Python / NVRTC performance (CUDA 12.2+)

FLAMEGPU / FLAMEGPU2

FLAME GPU 2 is a GPU accelerated agent based modelling framework for CUDA C++ and Python

https://flamegpu.com

MIT License

106 stars 22 forks source link

Python / NVRTC performance (CUDA 12.2+) #1118

Open ptheywood opened 1 year ago

ptheywood commented 1 year ago

Recent runs of the python test suite (CUDA 12.0, 535.104.05, Python 3.12) took a significant length of time to run under linux

650 passed, 11 skipped, 69 warnings in 3080.89s (0:51:20)

A second run, which uses the jitify cache / python caches was significantly faster (965x)

650 passed, 11 skipped, 69 warnings in 3.19s

This was a manylinux based wheel, so SEATBELTS=ON, GLM=OFF.

We should probably investigate this if we are going to push the python side more thoroughly, 50 mins of jitting for 3s of total runtime is bad (the test suite is more or less worst-case compilation vs model runtime, but its pretty bad).

Best guess is that nvrtc has got slower with CUDA 12.x, which compounds into a very long time? but would need to investigate to know for certain (profile the test suite / compare different cuda versions).
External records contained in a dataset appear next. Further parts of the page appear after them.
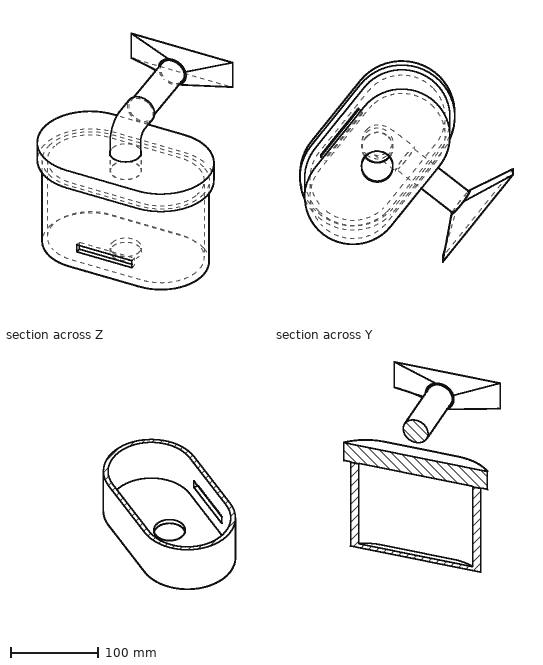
import cadquery as cq
import math

TOTAL_LENGTH = 212.4
TOTAL_HEIGHT = 192.5
TOTAL_DEPTH = 208.1

STADIUM_STRAIGHT = 90.5
LID_DEPTH = TOTAL_LENGTH - STADIUM_STRAIGHT
LID_THICKNESS = 24.8
LID_OVERHANG = 5.5
HOUSING_DEPTH = LID_DEPTH - 2 * LID_OVERHANG
HOUSING_HEIGHT = 115.0
WALL = 6.0
LID_TOP = HOUSING_HEIGHT + LID_THICKNESS

SLOT_LENGTH = 70.0
SLOT_HEIGHT = 10.0
SLOT_BOTTOM = 24.0

ELBOW_DIAMETER = 35.0
TUBE_DIAMETER = 31.0
BEND_RADIUS = 17.8
RISER_HOLE_DIAMETER = 36.0
SOCKET_LENGTH = 22.3
TUBE_LENGTH = 82.2
PIPE_AXIS_Z = TOTAL_HEIGHT - ELBOW_DIAMETER / 2

NOZZLE_LENGTH = 25.0
NOZZLE_WIDTH = 130.2
NOZZLE_HEIGHT = ELBOW_DIAMETER
NOZZLE_INLET_DIAMETER = ELBOW_DIAMETER
INLET_TWIST = 17.0

NOZZLE_MOUTH_Y = TOTAL_DEPTH - LID_DEPTH / 2
NOZZLE_INLET_Y = NOZZLE_MOUTH_Y - NOZZLE_LENGTH
SOCKET_END_Y = NOZZLE_INLET_Y - TUBE_LENGTH
BEND_END_Y = SOCKET_END_Y - SOCKET_LENGTH
RISER_Y = BEND_END_Y - BEND_RADIUS


def stadium(depth, bottom, height):
    """Upright stadium prism whose straight sides run along X."""
    outline = cq.Workplane("XY").workplane(offset=bottom).slot2D(STADIUM_STRAIGHT + depth, depth)
    return outline.extrude(height)


def riser_hole():
    """Clearance bore around the riser axis, through the lid and the housing floor."""
    return cq.Workplane("XY").center(0, RISER_Y).circle(RISER_HOLE_DIAMETER / 2).extrude(LID_TOP)


def make_housing():
    """Open-topped box with a floor and a slot low in its front wall."""
    shell = stadium(HOUSING_DEPTH, 0, HOUSING_HEIGHT)
    cavity = stadium(HOUSING_DEPTH - 2 * WALL, WALL, HOUSING_HEIGHT - WALL)
    slot = cq.Workplane("XY").box(SLOT_LENGTH, 2 * WALL, SLOT_HEIGHT, centered=(True, True, False))
    slot = slot.translate((0, -HOUSING_DEPTH / 2, SLOT_BOTTOM))
    return shell.cut(cavity).cut(slot).cut(riser_hole())


def make_lid():
    """Plate closing the housing, with a clearance hole for the riser."""
    return stadium(LID_DEPTH, HOUSING_HEIGHT, LID_THICKNESS).cut(riser_hole())


def make_elbow():
    """Pipe run: vertical riser through the lid, quarter bend and horizontal socket."""
    path = (
        cq.Workplane("YZ")
        .moveTo(RISER_Y, HOUSING_HEIGHT)
        .lineTo(RISER_Y, PIPE_AXIS_Z - BEND_RADIUS)
        .radiusArc((BEND_END_Y, PIPE_AXIS_Z), BEND_RADIUS)
        .lineTo(SOCKET_END_Y, PIPE_AXIS_Z)
    )
    section = cq.Workplane("XY", origin=(0, RISER_Y, HOUSING_HEIGHT)).circle(ELBOW_DIAMETER / 2)
    return section.sweep(path)


def make_tube():
    """Straight tube from the elbow socket to the nozzle inlet."""
    plane = cq.Plane(origin=(0, SOCKET_END_Y, PIPE_AXIS_Z), xDir=(1, 0, 0), normal=(0, 1, 0))
    return cq.Workplane(plane).circle(TUBE_DIAMETER / 2).extrude(TUBE_LENGTH)


def inlet_point(angle):
    """Point on the inlet circle, in degrees from +X toward +Z."""
    radius = NOZZLE_INLET_DIAMETER / 2
    return radius * math.cos(math.radians(angle)), radius * math.sin(math.radians(angle))


def make_nozzle():
    """Loft from a wide rectangular mouth to a round inlet of four quarter arcs, one per mouth side."""
    half_width = NOZZLE_WIDTH / 2
    half_height = NOZZLE_HEIGHT / 2
    plane = cq.Plane(origin=(0, NOZZLE_MOUTH_Y, PIPE_AXIS_Z), xDir=(1, 0, 0), normal=(0, -1, 0))
    mouth = cq.Workplane(plane).polyline(
        [
            (half_width, half_height),
            (-half_width, half_height),
            (-half_width, -half_height),
            (half_width, -half_height),
        ]
    ).close()
    inlet = mouth.workplane(offset=NOZZLE_LENGTH).moveTo(*inlet_point(INLET_TWIST))
    for quarter in range(4):
        start = INLET_TWIST + 90 * quarter
        inlet = inlet.threePointArc(inlet_point(start + 45), inlet_point(start + 90))
    return inlet.close().loft()


housing = make_housing()
lid = make_lid()
elbow = make_elbow()
tube = make_tube()
nozzle = make_nozzle()

result = cq.Compound.makeCompound([housing.val(), lid.val(), elbow.val(), tube.val(), nozzle.val()])

Just runnign a python example with -t -v might be enough for a quick confirmation if its rtc time or not (with differnt CUDAs)

ptheywood commented 1 year ago

This looks like an nvrtc perf regression within CUDA 12.2.

Using python_rtc/boids_spatial3D_bounded/boids_spatial3D.py with -t -v -s 1, purging the jitify cache between runs:

Wheel CUDA	loaded CUDA (.so's)	RTC Time (s)
12.0	12.2	33.501999
12.0	12.1	3.763000
12.0	12.0	3.800000
11.2	12.2	34.901001
11.2	12.1	3.987000
11.2	12.0	4.092000
11.2	11.8	4.060000
11.2	11.2	2.218000

It's not impacted by the CUDA 12.2 change to Lazy loading (didn't think it would be relevant, but tested via CUDA_MODULE_LOADING=EAGER just in case).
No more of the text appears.